Opinion
No. 18518.
March 12, 1969.
Ferdinand Powell, Jr., Johnson City, Tenn., for appellant; A.K. McIntyre, Erwin, Tenn., on brief.
John C. Eldridge, Atty., Dept. of Justice, Washington, D.C., for appellee; Edwin L. Weisl, Jr., Asst. Atty. Gen., Robert E. Kopp, Atty., Dept. of Justice, Washington, D.C., John H. Reddy, U.S. Atty., Knoxville, Tenn., on brief.
Appellee employee left his employment with appellant employer for two years to serve in the armed services. Thereafter, he brought an action against his employer in connection with the latter's determination of the length of vacations with pay by the number of years of continuous service during each year in which the employee rendered compensated services.
The District Court held that an employee who leaves his employment to serve in the armed services is entitled to be restored, after resuming employment, to a position, which, on the moving escalator of terms and conditions affecting that particular employment, would be comparable to the position which he would have held if he had remained continuously in civilian employment; and, that the employer, in determining the length of employee's paid vacation, was required to treat him as having been continuously employed on compensated service time during the entire period of his armed service.
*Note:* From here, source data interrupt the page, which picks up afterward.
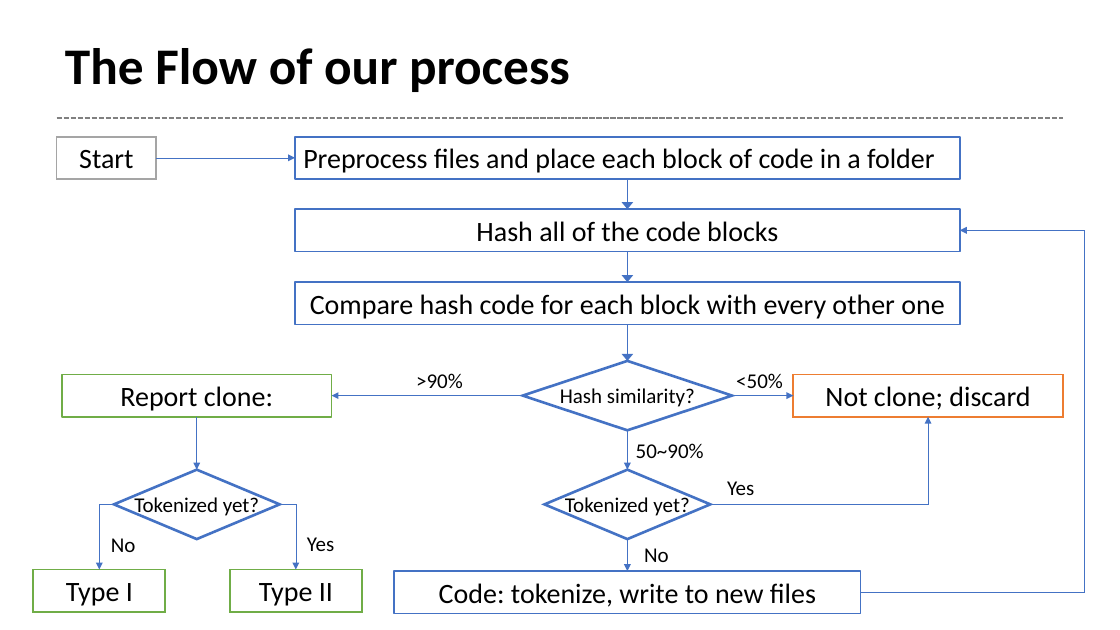
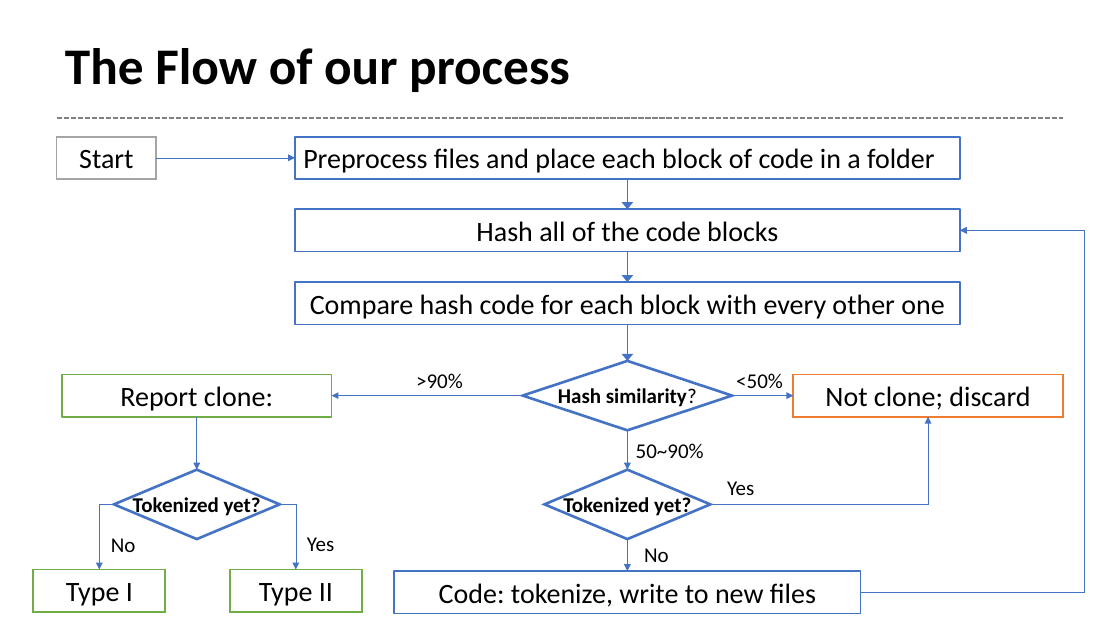
Before and after one commit to Tetricz/CodeCloneDetector, a slide deck: slide 3 of presentation.pptx. Drawn at 1120x630 pixels with LibreOffice and Linux fonts; fonts in the diff are those of the drawing. Boxes give left, top, right and bottom in pixels: in the first picture for what was removed or moved away, otherwise in the second. Text is boxed around its words. In the diff, an @@ line names an element or a change of style, - is before the commit and + after.

Commit message:
bold text on diagram

```diff
--- a/presentation.pptx
+++ b/presentation.pptx
@@ bold on in 3 elements at (x1=523, y1=361, x2=732, y2=431), (x1=544, y1=470, x2=710, y2=539), (x1=114, y1=470, x2=280, y2=539) @@
```

Universal Military Training and Service Act, Section 9(b) (A, B), (c), 50 U.S.C.A. App. Section 459(b) (A, B), (c).
On appeal, we are of the view that, as determined by the District Court, the case is governed by Accardi v. Pennsylvania R. Co., 383 U.S. 225, 86 S.Ct. 768, 15 L.Ed.2d 717. See also Morton v. Gulf, Mobile and Ohio Railroad Company, 405 F.2d 415 (C.A. 8) (decided January 2, 1969).
In accordance with the foregoing, the judgment of the District Court is affirmed upon the opinion of Judge Neese, 278 F. Supp. 751 (E.D. Tenn.).